# Winemaking Equipment Hire



## hughyg (16/2/11)

Does anyone know anywhere that hires home winemaking equipment in Adelaide?


----------



## pokolbinguy (16/2/11)

Probably doesn't exist unfortunatley. your best bet will probably be making friends with a mini winery or find a local home winemaker/brewer to borrow/share gear with.


----------



## mwd (16/2/11)

Don't really need much equipment for winemaking, demijohn bung and airlock, hydrometer. Unless you are thinking about a grape winepress. Don't have to make wine from grapes lots of fruits can be used.
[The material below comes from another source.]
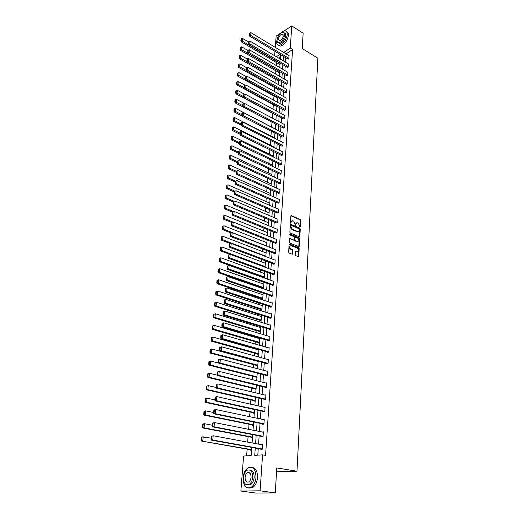 <?xml version="1.0" encoding="UTF-8"?>
<svg xmlns="http://www.w3.org/2000/svg" width="519" height="519" viewBox="0 0 519 519"><rect width="100%" height="100%" fill="white"/><g stroke="black" fill="none" stroke-linecap="round" stroke-linejoin="round"><path stroke-width="0.78" d="M300.014 227.199L300.378 226.907L300.748 220.316L300.293 219.485L291.321 215.593L290.861 216.027L290.452 222.677L290.776 223.261L291.204 222.113L292.71 220.718L293.67 221.113L295.415 225.24L295.836 224.091L297.536 222.774L298.276 223.092L300.014 227.199M299.898 227.127L300.267 220.491L299.813 219.667L290.912 215.8M290.672 223.196L290.731 222.294L291.204 222.113M295.305 225.175L295.363 224.273L295.836 224.091M249.036 473.03L249.315 472.686M295.214 254.784L295.681 255.633L298.243 256.639L298.749 256.185L299.171 248.62L298.71 247.777L289.66 244.125L289.109 244.566L288.642 252.195L289.115 253.045L292.249 254.278L292.761 253.817L292.956 250.56L292.489 249.71L290.958 249.101C289.304 247.349 289.343 246.188 291.062 245.617L297.127 248.056C298.756 249.801 298.723 250.956 297.024 251.514L295.908 251.079L295.402 251.533L295.214 254.784M284.01 30.991L291.775 25.95L303.154 33.19L302.22 48.526L317.862 58.212L296.985 471.22L276.796 467.917L275.284 492.894L260.103 490.812L240.881 491.032L243.593 456.045L251.157 455.572L251.754 447.404M291.775 25.95L290.27 48.085L283.75 52.464M255.27 448.04L254.738 455.351L262.556 454.858L265.566 455.384L292.599 49.513L290.27 48.085M262.556 454.858L260.103 490.812M299.32 236.807L299.852 236.385L300.261 228.983L299.807 228.152L290.802 224.325L290.322 224.766L289.868 232.227L290.335 233.07L299.32 236.807M299.723 238.746L299.307 246.227L298.814 246.674L289.725 243.002L289.258 242.152L289.459 238.922L289.952 238.468L293.728 240.012L294.221 239.564L294.344 237.436L293.884 236.593L290.056 235.01L290.115 234.121L299.262 237.91L299.723 238.746L299.242 238.915L298.821 246.395L299.307 246.227M276.562 471.758L296.985 471.22M292.599 49.513L286.079 53.872M285.807 57.784L285.495 62.176M285.216 66.101L284.905 70.565M284.626 74.502L284.308 79.044M284.029 82.995L283.705 87.607M283.419 91.571L283.089 96.268M282.81 100.245L282.472 105.02M282.193 109.003L281.849 113.862M281.57 117.865L281.22 122.795M280.941 126.811L280.584 131.832M280.299 135.861L279.942 140.967M279.657 145.009L279.287 150.199M279.001 154.253L278.632 159.534M278.346 163.602L277.97 168.967M277.678 173.048L277.295 178.51M277.003 182.604L276.614 188.157M276.322 192.264L275.926 197.914M275.634 202.034L275.232 207.782M274.94 211.914L274.525 217.759M274.233 221.905L273.818 227.847M273.526 232.012L273.098 238.059M272.799 242.237L272.371 248.387M272.073 252.571L271.632 258.832M271.333 263.036L270.886 269.4M270.587 273.617L270.133 280.091M269.835 284.321L269.374 290.906M269.069 295.155L268.602 301.857M268.297 306.113L267.817 312.931M267.519 317.206L267.026 324.148M266.727 328.43L266.228 335.495M265.923 339.789L265.417 346.977M265.118 351.292L264.599 358.603M264.294 362.93L263.769 370.371M263.464 374.712L262.932 382.289M262.62 386.642L262.082 394.349M261.771 398.722L261.219 406.565M260.908 410.951L260.343 418.937M260.038 423.335L259.461 431.464M259.15 435.876L258.572 444.154M258.254 448.578L257.794 455.157M287.889 59.03L288.953 58.634L288.947 55.598M287.312 67.334L288.382 66.951L288.369 63.882M286.735 75.729L287.811 75.359L287.792 72.258M286.144 84.201L287.228 83.844L287.208 80.711M285.554 92.771L286.644 92.427L286.618 89.262M284.957 101.426L286.047 101.095L286.014 97.896M284.354 110.177L285.444 109.859L285.411 106.622M283.737 119.02L284.84 118.715L284.801 115.445M283.121 127.953L284.224 127.668L284.178 124.359M282.498 136.99L283.608 136.711L283.556 133.37M281.869 146.118L282.978 145.858L282.92 142.478M281.227 155.35L282.349 155.103L282.278 151.684M280.584 164.679L281.707 164.445L281.953 160.838L281.629 160.994M279.929 174.112L281.058 173.897L281.311 170.251L280.974 170.401M279.274 183.655L280.403 183.454L280.656 179.762L280.312 179.918M278.606 193.295L279.741 193.113L280.001 189.383L279.637 189.539M277.931 203.046L279.073 202.877L279.332 199.108L278.963 199.264M277.25 212.907L278.398 212.758L278.658 208.943L278.268 209.105M276.562 222.885L277.717 222.748L277.976 218.895L277.574 219.05M275.861 232.973L277.023 232.856L277.289 228.957L276.867 229.113M275.154 243.171L275.135 243.502L276.322 243.074L276.595 239.129L276.153 239.291M274.441 253.493L274.421 253.823L275.615 253.415L275.887 249.425L275.427 249.581M273.721 263.931L273.695 264.268L274.895 263.873L275.174 259.831L274.694 259.993M272.994 274.493L272.968 274.83L274.175 274.447L274.454 270.367L273.948 270.529M272.254 285.171L272.228 285.521L273.442 285.152L273.721 281.026L273.195 281.188M271.502 295.986L271.482 296.33L272.696 295.986L272.981 291.801L272.423 291.963M270.749 306.924L270.723 307.274L271.95 306.943L272.235 302.713L271.651 302.875M269.984 317.991L269.958 318.348L271.19 318.03L271.482 313.755L270.86 313.917M269.212 329.189L269.186 329.552L270.418 329.254L270.717 324.926L270.055 325.089M268.427 340.529L268.401 340.892L269.64 340.613L269.938 336.228L269.238 336.39M267.629 351.999L267.603 352.369L268.855 352.109L269.16 347.672L268.407 347.834M266.831 363.611L266.805 363.988L268.057 363.748L268.362 359.258L267.557 359.414M266.013 375.373L265.988 375.75L267.253 375.529L267.564 370.981L266.695 371.137M265.196 387.271L265.164 387.654L266.435 387.453L266.747 382.853L265.806 383.009M264.359 399.325L264.333 399.708L265.605 399.533L265.923 394.868L264.898 395.017M263.516 411.522L263.49 411.917L264.768 411.755L265.092 407.039L263.97 407.181M262.659 423.874L262.633 424.276L263.918 424.14L264.249 419.358L263.003 419.501M261.797 436.388L261.771 436.79L263.062 436.674L263.393 431.834L262.101 431.99M260.921 449.058L260.895 449.467L262.192 449.376L262.53 444.472L261.226 444.647M276.53 62.591L276.309 65.537M275.907 70.837L275.66 74.068M275.271 79.173L275.005 82.69M274.629 87.594L274.343 91.396M273.987 96.099L273.669 100.199M273.331 104.695L272.994 109.1M272.67 113.376L272.313 118.098M272.001 122.153L271.632 127.077M271.314 131.249L270.95 136.03M270.613 140.454L270.263 145.073M269.906 149.764L269.562 154.221M269.186 159.177L268.861 163.466M268.466 168.694L268.154 172.814M267.733 178.315L267.434 182.26M266.993 188.047L266.708 191.809M266.247 197.888L265.975 201.469M265.488 207.84L265.228 211.233M264.722 217.909L264.482 221.107M263.95 228.094L263.723 231.098M263.165 238.396L262.951 241.199M262.374 248.815L262.173 251.41M261.57 259.364L261.388 261.745M260.759 270.029L260.596 272.196M259.941 280.824L259.792 282.764M259.474 286.929L259.435 287.468M259.111 291.749L258.981 293.462M258.663 297.64L258.598 298.509M258.267 302.804L258.157 304.283M257.839 308.474L257.748 309.681M257.418 313.989L257.327 315.234M257.002 319.438L256.886 320.989M256.555 325.316L256.483 326.308M256.159 330.525L256.016 332.439M255.685 336.779L255.627 337.525M255.309 341.755L255.134 344.026M254.803 348.379L254.764 348.865M254.446 353.115L254.245 355.762M253.57 364.61L253.337 367.64M252.682 376.249L252.422 379.668M251.786 388.024L251.501 391.845M250.885 399.948L250.56 404.178M249.963 412.021L249.613 416.673M249.036 424.244L248.646 429.323M248.095 436.622L247.673 442.143M247.141 449.149L246.635 455.857M280.565 56.928L278.651 58.109M279.319 64.233L280.046 64.045M278.709 72.465L279.436 72.284M278.093 80.782L278.82 80.614M277.47 89.184L278.197 89.021M276.841 97.669L277.574 97.52M276.205 106.252L276.899 106.136M275.557 114.92L276.05 114.92M274.908 123.678L235.12 102.859L236.19 102.23L235.23 101.627L235.431 99.596L235.003 99.849L234.802 101.88L235.23 101.627M236.443 171.315L229.683 168.24L229.995 165.1L271.197 183.973M269.75 203.124L228.042 184.868L227.724 188.079L226.608 188.598L234.484 192.011M263.652 277.769L264.288 277.568M262.711 288.051L262.685 288.389L263.509 288.142M261.913 298.73L261.887 299.074L262.718 298.84M261.115 309.532L261.089 309.882L261.92 309.655M260.304 320.463L260.279 320.82L261.115 320.606M259.481 331.524L259.455 331.881L260.298 331.68M258.65 342.722L258.624 343.078L259.468 342.89M259.448 338.641L259.785 338.563M257.813 354.049L257.781 354.412L258.631 354.237M258.566 349.942L258.955 349.858M256.957 365.512L256.931 365.882L257.781 365.713M257.671 361.373L258.112 361.282M256.101 377.112L256.068 377.488L256.924 377.339M255.225 388.854L255.199 389.231L256.062 389.094M254.342 400.739L254.316 401.122L255.179 401.005M253.454 412.774L253.421 413.163L254.291 413.059M252.545 424.957L252.519 425.353L253.389 425.256M251.631 437.296L251.605 437.692L252.481 437.614M250.703 449.785L250.677 450.187L251.553 450.122M275.278 47.359L276.153 36.096L280.721 33.125M275.284 492.894L255.932 493.05L240.881 491.032M274.629 55.721L274.973 51.297M280.117 54.378L276.329 56.733M252.085 442.954L252.701 434.63M253.025 430.193L253.629 422.012M253.96 417.587L254.55 409.556M254.874 405.144L255.458 397.256M255.783 392.857L256.354 385.104M256.678 380.725L257.236 373.109M257.56 368.743L258.112 361.263M258.436 356.91L258.975 349.559M259.299 345.219L259.831 337.999M260.149 333.678L260.674 326.574M260.992 322.267L261.505 315.293M261.823 310.998L262.329 304.14M262.64 299.865L263.139 293.125M263.457 288.862L263.944 282.239M264.255 277.989L264.735 271.482M265.047 267.246L265.52 260.849M265.832 256.626L266.299 250.34M266.61 246.129L267.064 239.947M267.376 235.756L267.823 229.677M268.128 225.499L268.57 219.524M268.881 215.359L269.309 209.488M269.621 205.336L270.042 199.568M270.347 195.429L270.769 189.753M271.074 185.627L271.482 180.048M271.787 175.941L272.19 170.453M272.494 166.359L272.89 160.968M273.195 156.881L273.584 151.58M273.883 147.506L274.272 142.297M274.57 138.236L274.947 133.111M275.245 129.069L275.615 124.028M275.913 119.999L276.277 115.043M276.575 111.027L276.938 106.155M277.23 102.152L277.587 97.358M277.879 93.368L278.229 88.658M278.521 84.675L278.865 80.043M279.157 76.079L279.488 71.525M279.78 67.574L280.111 63.091M280.403 59.153L280.727 54.742M283.471 56.383L283.153 60.781M282.868 64.713L282.544 69.189M282.265 73.134L281.934 77.681M281.648 81.639L281.317 86.258M281.032 90.228L280.695 94.932M280.403 98.915L280.059 103.696M279.773 107.693L279.423 112.558M279.138 116.567L278.781 121.511M278.489 125.533L278.126 130.561M277.834 134.596L277.47 139.708M277.178 143.757L276.802 148.959M276.51 153.021L276.127 158.314M275.836 162.389L275.446 167.767M275.154 171.854L274.759 177.329M274.467 181.429L274.064 186.996M273.766 191.109L273.357 196.772M273.065 200.898L272.65 206.653M272.352 210.798L271.93 216.657M271.632 220.809L271.197 226.771M270.899 230.942L270.464 237.001M270.159 241.179L269.718 247.349M269.413 251.546L268.965 257.813M268.66 262.03L268.2 268.407M267.895 272.631L267.428 279.125M267.123 283.361L266.649 289.965M266.344 294.221L265.858 300.942M265.553 305.204L265.06 312.042M264.748 316.324L264.249 323.279M263.944 327.58L263.431 334.658M263.12 338.965L262.601 346.173M262.29 350.494L261.764 357.825M261.453 362.165L260.914 369.625M260.603 373.978L260.051 381.569M259.74 385.935L259.182 393.668M258.864 398.047L258.3 405.916M257.982 410.308L257.405 418.32M257.093 422.726L256.503 430.88M256.185 435.305L255.588 443.602M286.105 53.515L283.776 52.108M262.101 431.957L263.367 432.21M261.232 444.575L262.504 444.809M296.427 222.846L295.363 224.273M291.795 220.867L290.731 222.294M299.314 236.8L299.787 229.158L299.327 228.328L290.387 224.532L290.867 224.351M299.534 229.379L299.216 228.795L291.321 225.447L290.984 225.759L290.932 226.667L292.411 229.366L297.971 231.688L299.489 230.287L299.534 229.379M291.049 225.551L290.504 225.934L290.984 225.759M298.406 231.727L297.491 231.863L291.931 229.541L290.452 226.848L290.504 225.934M289.524 238.662L293.67 239.999M289.745 234.341L298.782 238.078L299.262 237.91M297.471 241.543L297.588 241.588C299.249 241.017 299.275 239.875 297.659 238.156L295.532 237.28L295.045 237.721L294.922 239.849L295.382 240.693L297.471 241.543L296.985 241.711L297.919 241.627M295.142 237.417L294.565 237.897L295.045 237.721M296.985 241.711L294.902 240.861L294.442 240.018L294.565 237.897M299.242 238.915L298.782 238.078M297.368 251.566L295.473 251.261M290.218 245.74C288.849 246.655 288.934 247.835 290.471 249.269L290.958 249.101M292.203 254.265L292.469 250.722L292.002 249.879L290.471 249.269M298.191 256.62L298.691 248.783L298.23 247.946L289.18 244.3L289.66 244.125M280.091 63.415L242.224 41.098L242.483 38.412L248.659 42.065M241.29 40.521L241.478 38.64L241.063 38.919L240.874 40.806L241.29 40.521L242.224 41.098L241.179 41.805L279.533 64.356M242.483 38.412L241.478 38.64M240.874 40.806L241.179 41.805M288.973 58.375L250.683 35.389L249.613 36.116L288.097 59.16M289.154 55.728L250.943 32.678L250.683 35.389L249.743 34.805L249.924 32.905L249.496 33.197L249.315 35.097L249.743 34.805M249.613 36.116L249.315 35.097M249.924 32.905L250.943 32.678M277.217 38.899L276.653 41.533C276.536 44.057 277.36 45.361 279.125 45.445C283.309 44.212 286.014 40.644 287.247 34.741C287.344 32.262 286.54 30.978 284.827 30.881C283.413 30.939 281.914 31.828 280.331 33.54M278.534 45.387L280.286 46.146C284.47 44.926 287.182 41.364 288.408 35.461C288.512 33.313 287.889 32.042 286.546 31.665M284.263 32.937C285.327 33.138 285.82 34.059 285.748 35.701C284.86 39.957 282.907 42.519 279.89 43.401L278.547 42.74M284.678 35.039C284.749 33.248 284.172 32.321 282.933 32.256C279.916 33.119 277.95 35.681 277.055 39.944C276.971 41.754 277.561 42.694 278.82 42.753C281.836 41.864 283.789 39.295 284.678 35.039M278.398 39.074L279.533 40.884C281.473 40.313 282.738 38.659 283.309 35.915L282.187 34.118C280.241 34.682 278.975 36.33 278.398 39.074M255.997 477.376C255.763 469.436 253.175 466.218 248.225 467.729C245.331 469.598 243.612 472.945 243.08 477.772C243.242 485.79 245.863 489.021 250.949 487.464C253.817 485.544 255.497 482.177 255.997 477.376M248.88 488.12L252.487 487.678C255.354 485.758 257.035 482.404 257.528 477.603C257.567 471.239 255.653 467.827 251.793 467.372M249.873 470.052C252.753 470.253 254.18 472.712 254.161 477.428C253.797 480.892 252.584 483.312 250.515 484.688L247.777 484.941M252.747 477.221C252.591 471.486 250.729 469.17 247.154 470.266C245.072 471.615 243.839 474.029 243.456 477.506C243.573 483.28 245.455 485.609 249.101 484.487C251.164 483.111 252.383 480.685 252.747 477.221M245.091 477.454C245.169 481.171 246.376 482.67 248.718 481.95C250.054 481.068 250.839 479.504 251.079 477.272C250.982 473.568 249.775 472.076 247.466 472.783C246.123 473.659 245.331 475.216 245.091 477.454M279.482 71.661L241.387 49.558L241.653 46.833L247.868 50.46M240.453 48.974L240.641 47.067L240.226 47.346L240.031 49.253L240.453 48.974L241.387 49.558L240.342 50.252L278.924 72.589M241.653 46.833L240.641 47.067M240.031 49.253L240.342 50.252M247.161 61.878L240.544 58.102L240.816 55.351L247.096 58.958M239.603 57.512L239.797 55.591L239.376 55.864L239.188 57.791L239.603 57.512L240.544 58.102L239.493 58.783L278.314 80.906M240.816 55.351L239.797 55.591M239.188 57.791L239.493 58.783M288.402 66.685L249.886 43.92L248.815 44.634L287.532 67.464M288.59 64.012L250.145 41.176L249.886 43.92L248.938 43.33L249.12 41.41L248.692 41.695L248.51 43.615L248.938 43.33M248.815 44.634L248.51 43.615M249.12 41.41L250.145 41.176M287.831 75.086L249.081 52.542L248.004 53.243L286.955 75.852M288.013 72.381L249.341 49.772L249.081 52.542L248.127 51.952L248.309 50.006L247.881 50.291L247.699 52.231L248.127 51.952M248.004 53.243L247.699 52.231M248.309 50.006L249.341 49.772M246.253 70.422L239.694 66.737L239.966 63.96L246.447 67.619M238.746 66.147L238.941 64.2L238.519 64.473L238.325 66.419L238.746 66.147L239.694 66.737L238.636 67.412L277.697 89.313M239.966 63.96L238.941 64.2M238.325 66.419L238.636 67.412M245.331 79.057L238.831 75.463L239.11 72.66L245.805 76.377M237.884 74.872L238.078 72.907L237.657 73.173L237.462 75.138L237.884 74.872L238.831 75.463L237.773 76.131L277.075 97.799M239.11 72.66L238.078 72.907M237.462 75.138L237.773 76.131M244.397 87.789L237.962 84.292L238.24 81.451L245.247 85.278M237.008 83.695L237.202 81.704L236.781 81.97L236.58 83.955L237.008 83.695L237.962 84.292L236.898 84.947L276.445 106.382M238.24 81.451L237.202 81.704M236.58 83.955L236.898 84.947M287.247 83.572L248.264 61.261L247.18 61.949L286.378 84.338M287.435 80.841L248.523 58.452L248.264 61.261L247.31 60.665L247.492 58.699L247.057 58.978L246.875 60.937L247.31 60.665M247.18 61.949L246.875 60.937M247.492 58.699L248.523 58.452M286.657 92.148L247.44 70.071L246.35 70.753L285.794 92.901M286.851 89.391L247.706 67.236L247.44 70.071L246.48 69.468L246.661 67.483L246.227 67.762L246.045 69.741L246.48 69.468M246.35 70.753L246.045 69.741M246.661 67.483L247.706 67.236M286.066 100.816L246.603 78.979L245.513 79.647L285.197 101.562M286.254 98.026L246.875 76.111L246.603 78.979L245.636 78.375L245.824 76.364L245.39 76.637L245.202 78.641L245.636 78.375M245.513 79.647L245.202 78.641M245.824 76.364L246.875 76.111M243.502 96.638L237.079 93.212L237.365 90.338L244.702 94.283M236.126 92.609L236.32 90.598L235.892 90.857L235.697 92.869L236.126 92.609L237.079 93.212L236.015 93.855L275.81 115.049M237.365 90.338L236.32 90.598M235.697 92.869L236.015 93.855M285.463 109.574L245.759 87.983L244.663 88.645L284.6 110.313M285.658 106.758L246.032 85.084L245.759 87.983L244.786 87.374L244.981 85.35L244.54 85.616L244.352 87.64L244.786 87.374M244.663 88.645L244.352 87.64M244.981 85.35L246.032 85.084M242.652 105.617L236.19 102.23L236.476 99.33L244.157 103.378M236.476 99.33L235.431 99.596M234.802 101.88L235.12 102.859M284.86 118.429L244.91 97.092L243.807 97.741L283.997 119.156M285.054 115.581L245.182 94.16L244.91 97.092L243.93 96.476L244.125 94.426L243.683 94.685L243.489 96.735L243.93 96.476M243.807 97.741L243.489 96.735M244.125 94.426L245.182 94.16M241.796 114.693L235.295 111.345L235.581 108.413L275.252 128.952M234.322 110.735L234.53 108.685L234.095 108.938L233.894 110.988L234.322 110.735L235.295 111.345L234.218 111.968L241.971 115.951M235.581 108.413L234.53 108.685M233.894 110.988L234.218 111.968M284.25 127.376L244.047 106.298L242.937 106.933L283.387 128.096M284.444 124.495L244.326 103.333L244.047 106.298L243.061 105.681L243.262 103.605L242.821 103.865L242.62 105.934L243.061 105.681M242.937 106.933L242.62 105.934M243.262 103.605L244.326 103.333M240.926 123.872L234.387 120.564L234.679 117.599L274.596 137.879M233.407 119.954L233.615 117.878L233.18 118.124L232.979 120.2L233.407 119.954L234.387 120.564L233.303 121.174L240.985 125.047M234.679 117.599L233.615 117.878M232.979 120.2L233.303 121.174M283.627 136.419L243.177 115.607L242.062 116.237L282.777 137.133M283.828 133.513L243.456 112.617L243.177 115.607L242.185 114.991L242.386 112.889L241.938 113.142L241.744 115.237L242.185 114.991M242.062 116.237L241.744 115.237M242.386 112.889L243.456 112.617M240.05 133.149L233.466 129.886L233.764 126.889L273.928 146.903M232.486 129.27L232.694 127.174L232.259 127.415L232.051 129.51L232.486 129.27L233.466 129.886L232.376 130.49L239.979 134.239M233.764 126.889L232.694 127.174M232.051 129.51L232.376 130.49M283.004 145.56L242.295 125.027L241.179 125.643L282.154 146.261M283.205 142.621L242.574 121.997L242.295 125.027L241.303 124.404L241.497 122.283L241.056 122.529L240.855 124.651L241.303 124.404M241.179 125.643L240.855 124.651M241.497 122.283L242.574 121.997M239.162 142.53L232.538 139.313L232.836 136.283L273.254 156.024M231.552 138.696L231.759 136.568L231.325 136.808L231.111 138.93L231.552 138.696L232.538 139.313L231.442 139.903L239.064 143.588M232.836 136.283L231.759 136.568M231.111 138.93L231.442 139.903M282.368 154.805L241.4 134.551L240.278 135.154L281.525 155.492M282.57 151.833L241.685 131.489L241.4 134.551L240.401 133.921L240.602 131.774L240.154 132.021L239.953 134.162L240.401 133.921M240.278 135.154L239.953 134.162M240.602 131.774L241.685 131.489M238.266 152.015L231.597 148.849L231.896 145.781L272.579 165.243M230.605 148.22L230.819 146.073L230.378 146.306L230.164 148.453L230.605 148.22L231.597 148.849L230.501 149.42L238.169 153.06M231.896 145.781L230.819 146.073M230.164 148.453L230.501 149.42M281.726 164.147L240.498 144.185L239.376 144.775L280.889 164.828M281.934 161.143L240.79 141.084L240.498 144.185L239.493 143.549L239.7 141.382L239.253 141.616L239.045 143.789L239.493 143.549M239.376 144.775L239.045 143.789M239.7 141.382L240.79 141.084M237.358 161.61L230.644 158.49L230.949 155.389L271.891 174.559M229.651 157.86L229.865 155.687L229.424 155.914L229.21 158.087L229.651 157.86L230.644 158.49L229.541 159.048L237.261 162.635M230.949 155.389L229.865 155.687M229.21 158.087L229.541 159.048M281.084 173.593L239.59 153.929L238.455 154.506L280.247 174.267M281.292 170.556L239.882 150.789L239.59 153.929L238.578 153.287L238.785 151.094L238.331 151.327L238.124 153.52L238.578 153.287M238.455 154.506L238.124 153.52M238.785 151.094L239.882 150.789M228.678 167.605L228.898 165.412L228.457 165.632L228.237 167.825L228.678 167.605L229.683 168.24L228.581 168.785L236.346 172.314M229.995 165.1L228.898 165.412M228.237 167.825L228.581 168.785M280.429 183.142L238.662 163.783L237.527 164.348L279.605 183.804M280.636 180.074L238.961 160.611L238.662 163.783L237.65 163.141L237.858 160.922L237.404 161.15L237.196 163.368L237.65 163.141M237.527 164.348L237.196 163.368M237.858 160.922L238.961 160.611M235.516 181.137L235.302 183.408L235.756 183.194L235.97 180.917L235.516 181.137L228.71 178.101L229.022 174.929L270.49 193.509M227.705 177.466L227.925 175.247L227.478 175.461L227.257 177.68L227.705 177.466L228.71 178.101L227.601 178.64L235.425 182.111M229.022 174.929L227.925 175.247M227.257 177.68L227.601 178.64M279.767 192.802L237.728 173.755L236.593 174.306L278.95 193.451M279.981 189.695L238.033 170.543L237.728 173.755L236.709 173.106L236.917 170.861L236.463 171.082L236.255 173.327L236.709 173.106M236.593 174.306L236.255 173.327M236.917 170.861L238.033 170.543M234.848 191.174L226.712 187.437L226.933 185.192L226.492 185.4L226.265 187.644L226.712 187.437M228.042 184.868L226.933 185.192M226.265 187.644L226.608 188.598M279.099 202.566L236.787 183.843L235.639 184.375L278.288 203.208M279.313 199.426L237.092 180.593L236.787 183.843L235.756 183.194M235.639 184.375L235.302 183.408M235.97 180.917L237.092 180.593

old school technique 4lbs fruit per gallon as rule of thumb.


----------



## hughyg (16/2/11)

I'm talking 600kg ferment. So demijohn won't cut it. I'm looking for a press and destemmer


----------



## drsmurto (19/2/11)

hughyg said:


> I'm talking 600kg ferment. So demijohn won't cut it. I'm looking for a press and destemmer



A basket press can be hired/borrowed and you don't really need a destemmer. Do a search for 'carbonic maceration'.

Not making wine this year but last years batch was 1200kg, grapes weren't crushed.


----------



## hughyg (19/2/11)

Where can you hire the press DrSmurto?


----------



## drsmurto (19/2/11)

hughyg said:


> Where can you hire the press DrSmurto?



The jovial monk used to have one for hire back when he had a shop.

I would be asking at winequip for ideas, not sure if they sell them.

I have contacts who lend me one.


----------



## stef (23/2/11)

Giganis on South Road also have a fair bit of gear. They strike me as the sort of mob who would know where to hire etc from too.


----------



## wynnum1 (24/2/11)

What does fermenter bag cost 
http://www.grapeworks.com.au/winery-equipm...ermentabag.html


----------